**YOUR GOAL:**
Nothing in the records may be left out; restate them word for word.

**GIVEN DATA:**
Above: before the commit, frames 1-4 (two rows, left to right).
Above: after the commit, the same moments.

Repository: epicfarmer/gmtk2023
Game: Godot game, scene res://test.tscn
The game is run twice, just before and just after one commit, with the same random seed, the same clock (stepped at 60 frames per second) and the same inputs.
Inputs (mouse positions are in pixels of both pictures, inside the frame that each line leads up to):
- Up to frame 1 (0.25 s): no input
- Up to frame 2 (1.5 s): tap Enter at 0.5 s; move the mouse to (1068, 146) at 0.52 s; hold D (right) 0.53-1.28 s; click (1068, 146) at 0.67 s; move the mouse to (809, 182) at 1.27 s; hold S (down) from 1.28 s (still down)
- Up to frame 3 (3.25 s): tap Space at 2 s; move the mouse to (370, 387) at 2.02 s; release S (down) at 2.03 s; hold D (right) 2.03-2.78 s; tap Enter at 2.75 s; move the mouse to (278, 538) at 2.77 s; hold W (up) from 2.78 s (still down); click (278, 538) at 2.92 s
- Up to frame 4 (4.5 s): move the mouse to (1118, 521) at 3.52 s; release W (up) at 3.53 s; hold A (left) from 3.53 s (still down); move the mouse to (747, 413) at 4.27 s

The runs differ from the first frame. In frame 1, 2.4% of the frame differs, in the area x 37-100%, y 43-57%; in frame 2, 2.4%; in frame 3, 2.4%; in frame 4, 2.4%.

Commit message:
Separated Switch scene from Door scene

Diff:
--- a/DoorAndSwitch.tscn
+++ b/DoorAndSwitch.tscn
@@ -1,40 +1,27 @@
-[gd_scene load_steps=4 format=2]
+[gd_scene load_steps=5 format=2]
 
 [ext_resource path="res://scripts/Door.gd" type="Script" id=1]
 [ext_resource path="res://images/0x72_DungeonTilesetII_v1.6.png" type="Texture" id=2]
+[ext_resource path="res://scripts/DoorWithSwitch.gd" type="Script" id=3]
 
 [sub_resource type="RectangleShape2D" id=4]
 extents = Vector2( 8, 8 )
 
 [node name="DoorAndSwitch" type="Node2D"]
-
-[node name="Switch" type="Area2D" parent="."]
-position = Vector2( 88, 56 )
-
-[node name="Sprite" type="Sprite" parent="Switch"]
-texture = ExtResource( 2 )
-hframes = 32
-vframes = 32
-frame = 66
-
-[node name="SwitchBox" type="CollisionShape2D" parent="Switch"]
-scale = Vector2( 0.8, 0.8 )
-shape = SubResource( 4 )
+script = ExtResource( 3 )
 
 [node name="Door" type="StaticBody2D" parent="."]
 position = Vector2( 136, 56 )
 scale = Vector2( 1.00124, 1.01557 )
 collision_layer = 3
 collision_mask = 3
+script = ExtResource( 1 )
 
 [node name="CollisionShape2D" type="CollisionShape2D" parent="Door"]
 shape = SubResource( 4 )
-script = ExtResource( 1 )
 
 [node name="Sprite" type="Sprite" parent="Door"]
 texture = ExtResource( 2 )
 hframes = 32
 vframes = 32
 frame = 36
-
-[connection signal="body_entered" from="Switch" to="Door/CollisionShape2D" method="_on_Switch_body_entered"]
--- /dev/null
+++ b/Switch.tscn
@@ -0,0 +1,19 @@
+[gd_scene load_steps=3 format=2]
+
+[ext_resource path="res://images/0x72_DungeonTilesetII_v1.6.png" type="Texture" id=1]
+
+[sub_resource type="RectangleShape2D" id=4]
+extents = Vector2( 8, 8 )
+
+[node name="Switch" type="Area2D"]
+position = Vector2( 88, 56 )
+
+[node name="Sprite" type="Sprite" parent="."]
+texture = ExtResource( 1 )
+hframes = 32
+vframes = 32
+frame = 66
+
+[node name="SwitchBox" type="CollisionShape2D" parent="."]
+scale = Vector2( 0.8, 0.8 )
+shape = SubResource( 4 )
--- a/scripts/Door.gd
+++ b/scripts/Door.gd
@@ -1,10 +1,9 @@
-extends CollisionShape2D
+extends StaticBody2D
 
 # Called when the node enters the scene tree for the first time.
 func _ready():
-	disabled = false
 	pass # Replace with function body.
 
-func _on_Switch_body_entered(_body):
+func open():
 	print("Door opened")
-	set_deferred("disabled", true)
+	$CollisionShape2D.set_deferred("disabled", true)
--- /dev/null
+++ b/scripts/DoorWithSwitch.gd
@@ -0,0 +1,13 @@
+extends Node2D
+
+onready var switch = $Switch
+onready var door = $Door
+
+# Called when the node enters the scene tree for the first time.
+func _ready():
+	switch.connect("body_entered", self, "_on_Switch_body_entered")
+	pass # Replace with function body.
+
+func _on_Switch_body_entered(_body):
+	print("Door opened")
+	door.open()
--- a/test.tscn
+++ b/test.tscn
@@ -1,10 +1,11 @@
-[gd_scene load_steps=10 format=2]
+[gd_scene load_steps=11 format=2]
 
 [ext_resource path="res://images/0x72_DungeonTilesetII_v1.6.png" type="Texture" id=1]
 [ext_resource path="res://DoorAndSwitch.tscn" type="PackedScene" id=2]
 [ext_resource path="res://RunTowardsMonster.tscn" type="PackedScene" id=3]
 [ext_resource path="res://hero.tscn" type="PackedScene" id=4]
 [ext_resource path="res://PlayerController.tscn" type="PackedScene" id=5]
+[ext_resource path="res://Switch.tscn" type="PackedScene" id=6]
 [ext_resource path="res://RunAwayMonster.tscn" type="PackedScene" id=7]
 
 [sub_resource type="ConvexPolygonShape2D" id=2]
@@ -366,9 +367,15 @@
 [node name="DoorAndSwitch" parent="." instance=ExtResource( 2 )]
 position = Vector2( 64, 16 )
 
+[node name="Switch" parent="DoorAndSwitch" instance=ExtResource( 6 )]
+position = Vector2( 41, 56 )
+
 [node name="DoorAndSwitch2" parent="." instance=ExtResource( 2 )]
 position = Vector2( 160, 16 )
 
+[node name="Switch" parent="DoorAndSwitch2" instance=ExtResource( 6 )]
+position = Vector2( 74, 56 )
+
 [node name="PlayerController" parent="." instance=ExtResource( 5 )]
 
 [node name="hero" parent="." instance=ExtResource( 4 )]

**EXERCISE RESULT:**
Above: before the commit, frames 1-4 (two rows, left to right).
Above: after the commit, the same moments.

Repository: epicfarmer/gmtk2023
Game: Godot game, scene res://test.tscn
The game is run twice, just before and just after one commit, with the same random seed, the same clock (stepped at 60 frames per second) and the same inputs.
Inputs (mouse positions are in pixels of both pictures, inside the frame that each line leads up to):
- Up to frame 1 (0.25 s): no input
- Up to frame 2 (1.5 s): tap Enter at 0.5 s; move the mouse to (1068, 146) at 0.52 s; hold D (right) 0.53-1.28 s; click (1068, 146) at 0.67 s; move the mouse to (809, 182) at 1.27 s; hold S (down) from 1.28 s (still down)
- Up to frame 3 (3.25 s): tap Space at 2 s; move the mouse to (370, 387) at 2.02 s; release S (down) at 2.03 s; hold D (right) 2.03-2.78 s; tap Enter at 2.75 s; move the mouse to (278, 538) at 2.77 s; hold W (up) from 2.78 s (still down); click (278, 538) at 2.92 s
- Up to frame 4 (4.5 s): move the mouse to (1118, 521) at 3.52 s; release W (up) at 3.53 s; hold A (left) from 3.53 s (still down); move the mouse to (747, 413) at 4.27 s

The runs differ from the first frame. In frame 1, 2.4% of the frame differs, in the area x 37-100%, y 43-57%; in frame 2, 2.4%; in frame 3, 2.4%; in frame 4, 2.4%.

Commit message:
Separated Switch scene from Door scene

Diff:
--- a/DoorAndSwitch.tscn
+++ b/DoorAndSwitch.tscn
@@ -1,40 +1,27 @@
-[gd_scene load_steps=4 format=2]
+[gd_scene load_steps=5 format=2]
 
 [ext_resource path="res://scripts/Door.gd" type="Script" id=1]
 [ext_resource path="res://images/0x72_DungeonTilesetII_v1.6.png" type="Texture" id=2]
+[ext_resource path="res://scripts/DoorWithSwitch.gd" type="Script" id=3]
 
 [sub_resource type="RectangleShape2D" id=4]
 extents = Vector2( 8, 8 )
 
 [node name="DoorAndSwitch" type="Node2D"]
-
-[node name="Switch" type="Area2D" parent="."]
-position = Vector2( 88, 56 )
-
-[node name="Sprite" type="Sprite" parent="Switch"]
-texture = ExtResource( 2 )
-hframes = 32
-vframes = 32
-frame = 66
-
-[node name="SwitchBox" type="CollisionShape2D" parent="Switch"]
-scale = Vector2( 0.8, 0.8 )
-shape = SubResource( 4 )
+script = ExtResource( 3 )
 
 [node name="Door" type="StaticBody2D" parent="."]
 position = Vector2( 136, 56 )
 scale = Vector2( 1.00124, 1.01557 )
 collision_layer = 3
 collision_mask = 3
+script = ExtResource( 1 )
 
 [node name="CollisionShape2D" type="CollisionShape2D" parent="Door"]
 shape = SubResource( 4 )
-script = ExtResource( 1 )
 
 [node name="Sprite" type="Sprite" parent="Door"]
 texture = ExtResource( 2 )
 hframes = 32
 vframes = 32
 frame = 36
-
-[connection signal="body_entered" from="Switch" to="Door/CollisionShape2D" method="_on_Switch_body_entered"]
--- /dev/null
+++ b/Switch.tscn
@@ -0,0 +1,19 @@
+[gd_scene load_steps=3 format=2]
+
+[ext_resource path="res://images/0x72_DungeonTilesetII_v1.6.png" type="Texture" id=1]
+
+[sub_resource type="RectangleShape2D" id=4]
+extents = Vector2( 8, 8 )
+
+[node name="Switch" type="Area2D"]
+position = Vector2( 88, 56 )
+
+[node name="Sprite" type="Sprite" parent="."]
+texture = ExtResource( 1 )
+hframes = 32
+vframes = 32
+frame = 66
+
+[node name="SwitchBox" type="CollisionShape2D" parent="."]
+scale = Vector2( 0.8, 0.8 )
+shape = SubResource( 4 )
--- a/scripts/Door.gd
+++ b/scripts/Door.gd
@@ -1,10 +1,9 @@
-extends CollisionShape2D
+extends StaticBody2D
 
 # Called when the node enters the scene tree for the first time.
 func _ready():
-	disabled = false
 	pass # Replace with function body.
 
-func _on_Switch_body_entered(_body):
+func open():
 	print("Door opened")
-	set_deferred("disabled", true)
+	$CollisionShape2D.set_deferred("disabled", true)
--- /dev/null
+++ b/scripts/DoorWithSwitch.gd
@@ -0,0 +1,13 @@
+extends Node2D
+
+onready var switch = $Switch
+onready var door = $Door
+
+# Called when the node enters the scene tree for the first time.
+func _ready():
+	switch.connect("body_entered", self, "_on_Switch_body_entered")
+	pass # Replace with function body.
+
+func _on_Switch_body_entered(_body):
+	print("Door opened")
+	door.open()
--- a/test.tscn
+++ b/test.tscn
@@ -1,10 +1,11 @@
-[gd_scene load_steps=10 format=2]
+[gd_scene load_steps=11 format=2]
 
 [ext_resource path="res://images/0x72_DungeonTilesetII_v1.6.png" type="Texture" id=1]
 [ext_resource path="res://DoorAndSwitch.tscn" type="PackedScene" id=2]
 [ext_resource path="res://RunTowardsMonster.tscn" type="PackedScene" id=3]
 [ext_resource path="res://hero.tscn" type="PackedScene" id=4]
 [ext_resource path="res://PlayerController.tscn" type="PackedScene" id=5]
+[ext_resource path="res://Switch.tscn" type="PackedScene" id=6]
 [ext_resource path="res://RunAwayMonster.tscn" type="PackedScene" id=7]
 
 [sub_resource type="ConvexPolygonShape2D" id=2]
@@ -366,9 +367,15 @@
 [node name="DoorAndSwitch" parent="." instance=ExtResource( 2 )]
 position = Vector2( 64, 16 )
 
+[node name="Switch" parent="DoorAndSwitch" instance=ExtResource( 6 )]
+position = Vector2( 41, 56 )
+
 [node name="DoorAndSwitch2" parent="." instance=ExtResource( 2 )]
 position = Vector2( 160, 16 )
 
+[node name="Switch" parent="DoorAndSwitch2" instance=ExtResource( 6 )]
+position = Vector2( 74, 56 )
+
 [node name="PlayerController" parent="." instance=ExtResource( 5 )]
 
 [node name="hero" parent="." instance=ExtResource( 4 )]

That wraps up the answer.